The scoring function used to assess each fit includes the quality-of-fit of each subunit into the map, the protrusion of each subunit out of the map envelope, and the shape complementarity between pairs of neighboring subunits. The optimization avoids exhaustive enumeration of all possible mappings of subunits to anchor points by means of a branch-and-bound algorithm combined with the DOMINO divide-and-conquer message-passing optimizer using a discrete sampling space.

The final output from multifit is a file assembly_configurations.output that lists the best global solutions, ranked by their score, an excerpt of which is shown below:

ARP3,0|ARP2,14|ARC1,3|ARC2,24|ARC3,19|ARC4,11|ARC5,13|(17.5593729019)(rmsd:29.2637996674)(conf.0.pdb)
ARP3,5|ARP2,13|ARC1,9|ARC2,24|ARC3,19|ARC4,4|ARC5,13|(18.3258602619)(rmsd:11.997220993)(conf.1.pdb)

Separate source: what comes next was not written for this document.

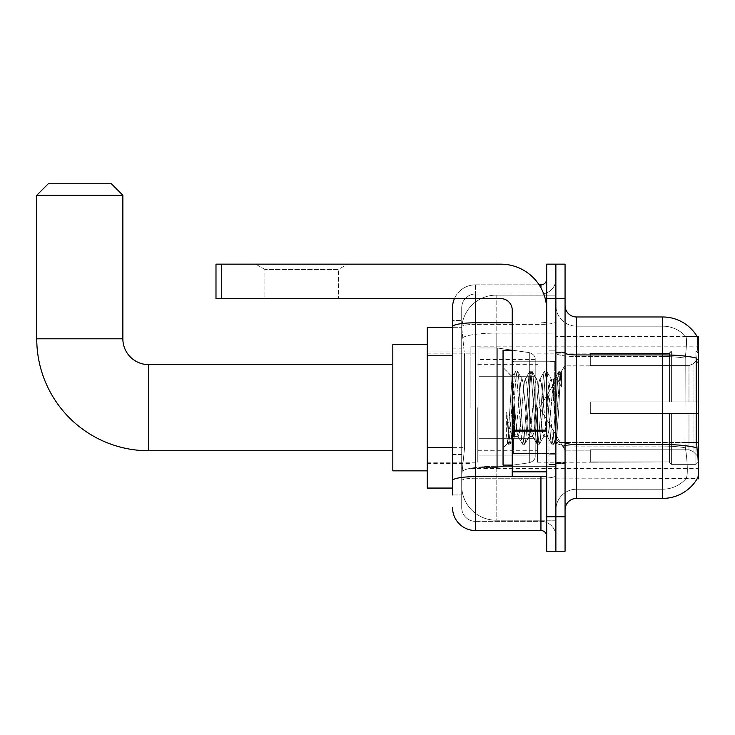 <?xml version="1.0" encoding="UTF-8"?>
<svg xmlns="http://www.w3.org/2000/svg" width="735" height="735" viewBox="0 0 735 735"><rect width="100%" height="100%" fill="white"/><g stroke="black" fill="none" stroke-linecap="round" stroke-linejoin="round"><path stroke-width="0.55" stroke-dasharray="3.67 2.76" d="M698.25 407.686L698.25 346.828L698.25 407.686M470.896 407.686L470.896 346.828L470.896 407.686M452.53 447.633L464.584 447.633L461.856 474.286L464.584 447.633L464.584 355.777L464.584 447.633L427.265 447.633L427.265 488.068L461.791 488.068L461.709 485.771A34.444 34.444 0 0 0 496.162 520.215L555.871 520.215L555.871 466.312L555.871 520.215L496.162 520.215L496.162 466.312L496.162 520.215A34.444 34.444 0 0 1 461.709 485.771L461.709 478.761L461.791 488.068L452.53 488.068M461.856 474.286L461.709 478.761L461.856 474.286M697.322 452.466C698.48 466.854 698.48 475.545 697.322 478.54A40.186 40.186 0 0 1 662.658 498.404L662.658 446.09A30.999 5.384 180 0 1 685.387 447.817L684.956 442.498L685.387 447.817A30.999 5.384 180 0 0 662.658 446.09L662.658 489.216A30.999 30.999 0 0 0 686.067 478.54C687.758 475.536 687.758 466.854 686.067 452.466L685.387 447.817L686.067 452.466C687.758 466.835 687.758 475.527 686.067 478.54A30.999 30.999 0 0 1 662.658 489.216L662.658 354.931L576.534 354.931L576.534 316.978L662.658 316.978L662.658 354.931A40.186 6.982 180 0 1 696.752 358.211L696.587 442.498L697.322 452.466C698.48 466.835 698.48 475.527 697.322 478.54L555.871 478.88L555.871 442.498L555.871 478.88L698.25 478.88L698.25 336.501L555.871 336.501L555.871 362.116L555.871 336.501L697.203 336.639C697.892 338.513 697.745 345.698 696.752 358.211C697.745 345.726 697.892 338.532 697.203 336.639A40.186 40.186 0 0 0 697.12 336.501L685.764 336.501L697.12 336.501A40.186 40.186 0 0 1 697.203 336.639M427.265 407.686L427.265 470.841L427.265 407.686M555.871 295.158L555.871 466.312L555.871 295.158L496.162 295.158L555.871 295.158M698.25 442.498L555.871 442.498L555.871 352.938L555.871 442.498A20.672 3.592 0 0 0 576.534 446.09L576.534 354.931A11.484 1.994 0 0 1 565.059 352.938L565.059 442.498L565.059 352.938M461.764 327.782L464.584 355.777L461.764 327.782A34.444 34.444 0 0 1 496.162 295.158A34.444 34.444 0 0 0 461.764 327.782A34.444 34.444 0 0 1 496.162 295.158L496.162 333.111L555.871 333.111L496.162 333.111L496.162 295.158M452.53 348.886L461.709 348.886L461.709 454.524L461.709 320.423L461.709 348.886L452.53 348.886L452.53 454.524L452.53 327.314L461.791 327.314L427.265 327.314L427.265 447.633M565.059 407.686L565.059 463.381L565.059 407.686M555.871 407.686L555.871 464.529L555.871 407.686M548.981 407.686L548.981 464.529L548.981 407.686M697.12 478.88L685.764 478.88L697.12 478.88M662.658 489.216L576.534 489.216L576.534 452.466L576.534 489.216L662.658 489.216M565.059 509.879L565.059 442.498L565.059 509.879A11.484 11.484 0 0 1 576.534 498.404L576.534 446.09A20.672 3.592 0 0 1 555.871 442.498L696.587 442.498L684.956 442.498L685.204 358.211C686.683 345.735 686.913 338.541 685.893 336.639A30.999 30.999 0 0 0 662.658 326.165A30.999 30.999 0 0 1 685.893 336.639C686.913 338.523 686.683 345.716 685.204 358.211L684.956 442.498L696.587 442.498M555.871 305.494L555.871 352.938L555.871 305.494A20.672 20.672 0 0 0 576.534 326.165A20.672 20.672 0 0 1 555.871 305.494A20.672 20.672 0 0 0 576.534 326.165L576.534 446.09L576.534 326.165L662.658 326.165L576.534 326.165M555.871 298.603L555.871 264.159L565.059 264.159L565.059 298.603L555.871 298.603L555.871 264.159L546.684 264.159L546.684 298.603L555.871 298.603L555.871 516.769L555.871 298.603M546.684 298.603L546.684 551.222L555.871 551.222L555.871 516.769L555.871 551.222L565.059 551.222L565.059 298.603M662.658 498.404L576.534 498.404M576.534 316.978A11.484 11.484 0 0 1 565.059 305.494M555.871 509.879A20.672 20.672 0 0 1 576.534 489.216A20.672 20.672 0 0 0 555.871 509.879A20.672 20.672 0 0 1 576.534 489.216M452.53 494.958L461.709 494.958L452.53 494.958L452.53 454.524L461.709 454.524L461.709 494.958L461.709 454.524L452.53 454.524M452.53 507.582A22.969 22.969 0 0 0 475.49 530.551L475.49 521.363A13.781 13.781 0 0 1 461.709 507.582L461.709 326.772L461.709 507.582A13.781 13.781 0 0 0 475.49 521.363L540.942 521.363L540.942 484.622L540.942 530.551A5.742 5.742 0 0 1 546.684 536.293L546.684 279.089L546.684 536.293M555.871 484.622L555.871 321.783L555.871 484.622M546.684 407.686L546.684 361.758L546.684 407.686M555.871 279.089L555.871 321.783L555.871 279.089A14.93 14.93 0 0 1 540.942 294.009A14.93 14.93 0 0 0 555.871 279.089A14.93 14.93 0 0 1 540.942 294.009L540.942 521.363L475.49 521.363L475.49 478.237L540.942 478.237A14.93 2.591 0 0 0 555.871 475.646A14.93 2.591 0 0 1 540.942 478.237L540.942 294.009L475.49 294.009L540.942 294.009M454.441 298.603A22.969 22.969 0 0 1 475.49 284.831L540.942 284.831A5.742 5.742 0 0 0 546.684 279.089A5.742 5.742 0 0 1 540.942 284.831L540.942 484.622L540.942 478.237L475.49 478.237L475.49 294.009L475.49 324.374L540.942 324.374A14.93 2.591 0 0 0 555.871 321.783A14.93 2.591 0 0 1 540.942 324.374L475.49 324.374L475.49 484.622L475.49 476.647L540.942 476.647A5.742 1.001 0 0 0 546.684 475.646A5.742 1.001 0 0 1 542.935 476.583M475.49 530.551L540.942 530.551M512.24 322.784L475.49 322.784A22.969 3.987 180 0 0 452.53 326.772L452.53 320.423L461.709 320.423L452.53 320.423L452.53 480.635A22.969 3.987 180 0 1 475.49 476.647L475.49 284.831A22.969 22.969 0 0 0 452.53 307.79A22.969 22.969 0 0 1 475.49 284.831L539.113 284.831M452.53 480.635L452.53 484.622M461.709 307.79L461.709 326.772L461.709 307.79A13.781 13.781 0 0 1 475.49 294.009A13.781 13.781 0 0 0 461.709 307.79A13.781 13.781 0 0 1 475.49 294.009M555.871 536.293A14.93 14.93 0 0 0 540.942 521.363A14.93 14.93 0 0 1 555.871 536.293A14.93 14.93 0 0 0 540.942 521.363M512.24 407.686L512.24 465.099L512.24 407.686M512.24 465.099L503.052 465.099L503.052 350.273L503.052 447.872L503.052 350.273L512.24 350.273M514.528 407.3L512.038 376.761L507.619 443.306L506.636 436.305L506.636 412.399C509.015 429.608 511.652 437.61 514.528 436.388L518.203 436.397L516.99 432.548L514.564 407.686L514.528 436.388L518.203 436.397L516.99 432.548L514.528 407.3L514.528 436.388C515.759 434.844 516.981 425.28 518.203 407.686C516.981 425.28 515.759 434.844 514.528 436.388L514.913 436.094L514.564 436.397C511.652 437.61 509.015 429.608 506.636 412.399L508.785 439.383L510.007 444.289L508.785 439.383L506.636 412.399L506.636 436.305L507.435 443.251L508.179 444.289L507.435 443.251L503.052 447.872L507.619 443.306L512.038 376.761L515.198 371.322L514.261 375.989L509.392 439.383L508.179 444.289L510.283 444.05L508.179 444.289L509.392 439.383L514.261 375.989L515.474 371.092L512.038 376.761L503.052 367.5L512.24 376.688L514.528 407.3M529.145 407.686L526.71 382.825L525.148 379.278L524.285 382.825L519.424 432.548L518.203 436.397L519.424 432.548L524.285 382.825L525.148 379.278L529.779 371.322L528.842 375.989L523.981 439.383L522.76 444.289L521.547 439.383L516.687 375.989L515.474 371.092L517.293 371.092L516.08 375.989L511.22 439.383L510.283 444.05L514.913 436.094L510.283 444.05L511.22 439.383L516.08 375.989L517.569 371.322L515.474 371.092L516.687 375.989L521.547 439.383L522.484 444.05L524.588 444.289L523.375 439.383L518.506 375.989L517.569 371.322L522.199 379.278L520.637 382.825L518.203 407.686L520.637 382.825L521.85 378.984L525.497 378.984L529.779 371.322L528.842 375.989L523.981 439.383L522.76 444.289L524.588 444.289L523.375 439.383L518.506 375.989L517.569 371.322L521.85 378.984L525.497 378.984L526.71 382.825L531.57 432.548L532.443 436.094L529.145 407.686M525.497 407.686L523.063 382.825L522.199 379.278L523.063 382.825L527.932 432.548L529.145 436.397L527.932 432.548L525.497 407.686M543.725 407.686L541.3 382.825L539.729 379.278L538.865 382.825L534.005 432.548L532.443 436.094L537.074 444.05L536.127 439.383L531.267 375.989L529.779 371.322L531.874 371.092L530.661 375.989L525.801 439.383L524.588 444.289L529.494 436.094L532.792 436.397L537.074 444.05L536.127 439.383L531.267 375.989L530.054 371.092L531.874 371.092L530.661 375.989L525.801 439.383L524.863 444.05L529.145 436.397L532.792 436.397L534.005 432.548L538.865 382.825L539.729 379.278L544.359 371.322L543.422 375.989L538.562 439.383L537.074 444.05L539.168 444.289L537.956 439.383L533.096 375.989L531.874 371.092L536.78 379.278L535.218 382.825L530.358 432.548L529.494 436.094L530.358 432.548L535.218 382.825L536.431 378.984L540.078 378.984L544.359 371.322L543.422 375.989L538.562 439.383L537.349 444.289L539.168 444.289L537.956 439.383L533.096 375.989L532.149 371.322L536.431 378.984L540.078 378.984L541.3 382.825L546.16 432.548L547.024 436.094L543.725 407.686M540.078 407.686L537.653 382.825L536.78 379.278L537.653 382.825L542.513 432.548L543.725 436.397L542.513 432.548L540.078 407.686M553.574 382.035L553.574 394.631L551.369 379.278L549.798 382.825L544.938 432.548L543.725 436.397L547.373 436.397L551.654 444.05L550.717 439.383L545.857 375.989L544.635 371.092L546.463 371.092L545.241 375.989L540.381 439.383L539.168 444.289L544.075 436.094L547.373 436.397L551.654 444.05L550.717 439.383L545.857 375.989L544.635 371.092L546.463 371.092L545.241 375.989L540.381 439.383L539.444 444.05L544.075 436.094L544.938 432.548L549.798 382.825L551.02 378.984L553.574 378.984L553.574 394.631L556.579 439.392L558.885 407.686C559.767 383.266 560.63 371.258 561.466 371.644L561.466 387.023L556.156 376.403L553.574 382.035L548.586 432.548L547.373 436.397L548.586 432.548L553.574 378.984L556.156 376.403L553.574 382.035M561.2 371.359L559.831 375.989L554.971 439.383L553.749 444.289L552.536 439.383L547.676 375.989L546.463 371.092L551.369 379.278L553.574 378.984L556.156 376.403L561.466 387.023L560.438 375.989L559.216 371.092L558.003 375.989L553.143 439.383L551.654 444.05L553.749 444.289L552.536 439.383L547.676 375.989L546.739 371.322L551.369 379.278L552.233 382.825L556.579 439.392L558.885 407.686C559.767 383.266 560.63 371.258 561.466 371.644L561.466 387.023L560.438 375.989L559.216 371.092L558.003 375.989L553.143 439.383L551.93 444.289L554.025 444.05L554.971 439.383L559.831 375.989L561.044 371.092L561.466 371.644L565.059 367.5L561.2 371.359M264.903 269.46L255.716 264.159L347.581 264.159L255.716 264.159L347.581 264.159L255.716 264.159L264.903 269.46L264.903 298.603L338.394 298.603L264.903 298.603L338.394 298.603L264.903 298.603L264.903 269.46L338.394 269.46L347.581 264.159L338.394 269.46L264.903 269.46L338.394 269.46L338.394 298.603L338.394 269.46L264.903 269.46M512.24 476.583L546.684 476.583L512.24 476.583L512.24 471.842L512.24 476.583L546.684 476.583L546.684 310.087A45.928 45.928 0 0 0 500.755 264.159L215.989 264.159L221.731 264.159L215.989 264.159L215.989 298.603L215.989 264.159L215.989 298.603L500.755 298.603A11.484 11.484 0 0 1 512.24 310.087L512.24 476.583M512.24 431.151L546.684 431.151L512.24 431.151L546.684 431.151L546.684 310.087A45.928 45.928 0 0 0 500.755 264.159L221.731 264.159L221.731 298.603L500.755 298.603A11.484 11.484 0 0 1 512.24 310.087L512.24 430.15L546.684 430.15L546.684 476.583L546.684 310.087A45.928 45.928 0 0 0 500.755 264.159L221.731 264.159L221.731 298.603L215.989 298.603L500.755 298.603A11.484 11.484 0 0 1 512.24 310.087L512.24 430.15L546.684 430.15L546.684 310.087M392.821 470.841L427.265 470.841L392.821 470.841L427.265 470.841L392.821 470.841L392.821 344.531L392.821 470.841L392.821 344.531L392.821 470.841L392.821 344.531L392.821 470.841L392.821 344.531L392.821 470.841L392.821 364.633L148.7 364.633L148.7 450.748A111.95 111.95 0 0 1 36.75 338.798L36.75 195.262L122.864 195.262L36.75 195.262L122.864 195.262L36.75 195.262L122.864 195.262L36.75 195.262L122.864 195.262L36.75 195.262L122.864 195.262L111.389 183.778L48.234 183.778L111.389 183.778L122.864 195.262L122.864 338.798L122.864 195.262L111.389 183.778L48.234 183.778L36.75 195.262L48.234 183.778L111.389 183.778L48.234 183.778L111.389 183.778L122.864 195.262L122.864 338.798L122.864 195.262M392.821 344.531L427.265 344.531L392.821 344.531L427.265 344.531L392.821 344.531L392.821 407.686L392.821 364.633L148.7 364.633A25.835 25.835 0 0 1 122.864 338.798L36.75 338.798L36.75 195.262L48.234 183.778L111.389 183.778L48.234 183.778L36.75 195.262L36.75 338.798L36.75 195.262M590.315 401.944L590.315 407.686L590.315 401.944L688.98 401.944L590.315 401.944L669.548 401.944L669.548 352.873L669.548 401.944L671.386 401.944L671.386 351.027L671.386 401.944L590.315 401.944L590.315 413.428L669.548 413.428L669.548 461.929L669.548 413.428L590.315 413.428L590.315 401.944L590.315 413.428L590.315 401.944L698.25 401.944L698.25 353.333L698.25 401.944L695.953 401.944L695.953 351.027L695.953 401.944L671.386 401.944L698.25 401.944L698.25 358.652L698.25 401.944L590.315 401.944L669.548 401.944L669.548 352.873L669.548 353.452L590.315 353.149L669.548 353.452L669.548 401.944L669.548 352.873L671.386 351.027L669.548 352.873L669.548 401.944L671.386 401.944L671.386 351.027L695.953 351.027L671.386 351.027L671.386 401.944L590.315 401.944L590.315 413.428L698.25 413.428L698.25 462.039L698.25 413.428L695.953 413.428L695.953 464.355L698.25 462.039L695.953 464.355L695.953 413.428L671.386 413.428L671.386 464.355L695.953 464.355L671.386 464.355L671.386 413.428L669.548 413.428L669.548 462.508L671.386 464.355L669.548 462.508L669.548 413.428L698.25 413.428L698.25 462.039L698.25 456.729L693.041 451.483L688.98 449.783L693.041 451.483L698.25 456.729L698.25 413.428L590.315 413.428L669.548 413.428L669.548 461.929L590.315 462.232L669.548 461.929L669.548 462.508L669.548 413.428L590.315 413.428L590.315 401.944L590.315 413.428L590.315 401.944L698.25 401.944L698.25 353.333L695.953 351.027L698.25 353.333L698.25 401.944L695.953 401.944L695.953 351.027L695.953 401.944L671.386 401.944L698.25 401.944L698.25 358.652L693.041 363.898L698.25 358.652L698.25 401.944L590.315 401.944L669.548 401.944L669.548 352.873L669.548 353.452L590.315 353.452L590.315 365.589L688.98 365.589L590.315 365.589L590.315 353.149L669.548 353.452L669.548 401.944L669.548 352.873L671.386 351.027L669.548 352.873L669.548 401.944L671.386 401.944L671.386 351.027L695.953 351.027L671.386 351.027L671.386 401.944L590.315 401.944L590.315 413.428L698.25 413.428L698.25 462.039L698.25 413.428L695.953 413.428L695.953 464.355L698.25 462.039L695.953 464.355L695.953 413.428L671.386 413.428L671.386 464.355L695.953 464.355L671.386 464.355L671.386 413.428L669.548 413.428L669.548 462.508L671.386 464.355L669.548 462.508L669.548 413.428L698.25 413.428L698.25 462.039L698.25 456.729L693.041 451.483L688.98 449.783L590.315 449.783L688.98 449.783L693.041 451.483L698.25 456.729L698.25 413.428L590.315 413.428L669.548 413.428L669.548 461.929L590.315 461.929L590.315 449.783L590.315 462.232L669.548 461.929L669.548 462.508L669.548 413.428L590.315 413.428L590.315 401.944L590.315 413.428L590.315 401.944L698.25 401.944L698.25 353.333L695.953 351.027L698.25 353.333L698.25 401.944L695.953 401.944L695.953 351.027L695.953 401.944L671.386 401.944L698.25 401.944L698.25 358.652L693.041 363.898L688.98 365.589L693.041 363.898L698.25 358.652L698.25 401.944L590.315 401.944L669.548 401.944L669.548 352.873L669.548 353.452L590.315 353.452L590.315 365.589L688.98 365.589L590.315 365.589L590.315 353.149L669.548 353.452L669.548 401.944L669.548 352.873L671.386 351.027L669.548 352.873L669.548 401.944L671.386 401.944L671.386 351.027L695.953 351.027L671.386 351.027L671.386 401.944L590.315 401.944L590.315 413.428L698.25 413.428L698.25 462.039L698.25 413.428L695.953 413.428L695.953 464.355L698.25 462.039L695.953 464.355L695.953 413.428L671.386 413.428L671.386 464.355L695.953 464.355L671.386 464.355L671.386 413.428L669.548 413.428L669.548 462.508L671.386 464.355L669.548 462.508L669.548 413.428L698.25 413.428L698.25 462.039L698.25 456.729L693.041 451.483L688.98 449.783L590.315 449.783L688.98 449.783L693.041 451.483L698.25 456.729L698.25 413.428L590.315 413.428L669.548 413.428L669.548 461.929L590.315 461.929L590.315 449.783L590.315 462.232L669.548 461.929L669.548 462.508L669.548 413.428L590.315 413.428L590.315 401.944L590.315 413.428L590.315 401.944L698.25 401.944L698.25 353.333L695.953 351.027L698.25 353.333L698.25 401.944L695.953 401.944L695.953 351.027L695.953 401.944L671.386 401.944L698.25 401.944L698.25 358.652L693.041 363.898L688.98 365.589L693.041 363.898L698.25 358.652L698.25 401.944L590.315 401.944L669.548 401.944L669.548 352.873L669.548 353.452L590.315 353.452L590.315 365.589L688.98 365.589L590.315 365.589L590.315 353.149L669.548 353.452L669.548 401.944L669.548 352.873L671.386 351.027L669.548 352.873L669.548 401.944L671.386 401.944L671.386 351.027L695.953 351.027L671.386 351.027L671.386 401.944L590.315 401.944L590.315 413.428L698.25 413.428L698.25 462.039L698.25 413.428L695.953 413.428L695.953 464.355L698.25 462.039L695.953 464.355L695.953 413.428L671.386 413.428L671.386 464.355L695.953 464.355L671.386 464.355L671.386 413.428L669.548 413.428L669.548 462.508L671.386 464.355L669.548 462.508L669.548 413.428L698.25 413.428L698.25 462.039L698.25 456.729L693.041 451.483L688.98 449.783L590.315 449.783L688.98 449.783L693.041 451.483L698.25 456.729L698.25 413.428L590.315 413.428L669.548 413.428L669.548 461.929L590.315 461.929L590.315 449.783L590.315 462.232L669.548 461.929L669.548 413.428L590.315 413.428L590.315 401.944M537.496 407.686L537.496 462.232L537.496 407.686M477.787 407.686L477.787 462.232L477.787 407.686M497.31 438.694L497.31 467.396L497.31 438.694L529.301 438.694L497.31 438.694L497.31 467.396L497.31 347.977L497.31 376.688L478.935 376.688L535.199 376.688L478.935 376.688L478.935 347.977L478.935 467.396L478.935 438.694L535.199 438.694L535.199 359.461L535.199 376.688L478.935 376.688L478.935 359.461L478.935 455.911L478.935 438.694L535.199 438.694L535.199 359.461L535.199 376.688L478.935 376.688L478.935 347.977L478.935 467.396L478.935 438.694L535.199 438.694L535.199 359.461L535.199 376.688L478.935 376.688L478.935 359.461L478.935 455.911L478.935 438.694L497.31 438.694L497.31 347.977L497.31 376.688L478.935 376.688L478.935 347.977L478.935 467.396L478.935 438.694L535.199 438.694L535.199 359.461L535.199 376.688L478.935 376.688L478.935 359.461L478.935 455.911L478.935 438.694L535.199 438.694L535.199 359.461L535.199 376.688L478.935 376.688L478.935 347.977L478.935 467.396L478.935 438.694L535.199 438.694L535.199 455.93L478.935 455.911L478.935 438.694L497.31 438.694L497.31 467.396L497.31 347.977L497.31 376.688L478.935 376.688L478.935 359.461L478.935 455.911L478.935 438.694L535.199 438.694L535.199 455.93L478.935 455.911L478.935 347.977L478.935 467.396L478.935 438.694L535.199 438.694L535.199 455.93L478.935 455.911M148.7 450.748L392.821 450.748L148.7 450.748A111.95 111.95 0 0 1 36.75 338.798L122.864 338.798L36.75 338.798A111.95 111.95 0 0 0 148.7 450.748A111.95 111.95 0 0 1 36.75 338.798M148.7 364.633L392.821 364.633L148.7 364.633A25.835 25.835 0 0 1 122.864 338.798A25.835 25.835 0 0 0 148.7 364.633A25.835 25.835 0 0 1 122.864 338.798M688.98 365.589L693.041 363.898L688.98 365.589L590.315 365.589L688.98 365.589L693.041 363.898L698.25 358.652L698.25 353.333L695.953 351.027L698.25 353.333L698.25 358.652L693.041 363.898L688.98 365.589L590.315 365.589L590.315 353.452L590.315 365.589L688.98 365.589L693.041 363.898L698.25 358.652L698.25 401.944L698.25 353.333L698.25 401.944L695.953 401.944L695.953 351.027L695.953 401.944L671.386 401.944L698.25 401.944L698.25 353.333L695.953 351.027L671.386 351.027L669.548 353.452L671.386 351.027L695.953 351.027L698.25 353.333L698.25 358.652L693.041 363.898L688.98 365.589L688.98 401.944L698.25 401.944L688.98 401.944L688.98 365.589M529.301 376.688L529.301 352.635C533.417 354.04 535.383 356.31 535.199 359.452L535.199 376.688L497.31 376.688L497.31 347.977L497.31 376.688L529.301 376.688L497.31 376.688M590.315 449.783L688.98 449.783L590.315 449.783L590.315 461.929L590.315 449.783L688.98 449.783L693.041 451.483L688.98 449.783L590.315 449.783L590.315 462.232L669.548 461.929L590.315 461.929L590.315 449.783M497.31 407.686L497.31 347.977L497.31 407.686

For each global solution, multifit lists the indices of the local fits for each subunit and the score. Each solution is also written out as a multi-chain PDB file of the assembly. In addition, because we also provided the native structure (1tyq.fitted.pdb), the RMSD between the native conformation and each solution is listed. In this case, the RMSD measure indicates that multifit has correctly determined the architecture of the assembly, placing each subunit in the approximately correct part of the map. However, the protein-protein interfaces are clearly not accurate at the atomic level. These models could thus be refined with a combination of pairwise computational docking and local sampling, ideally supported by additional experimental data, such as chemical cross-linking, various kinds of footprinting, and X-ray crystallography of binary subunit complexes.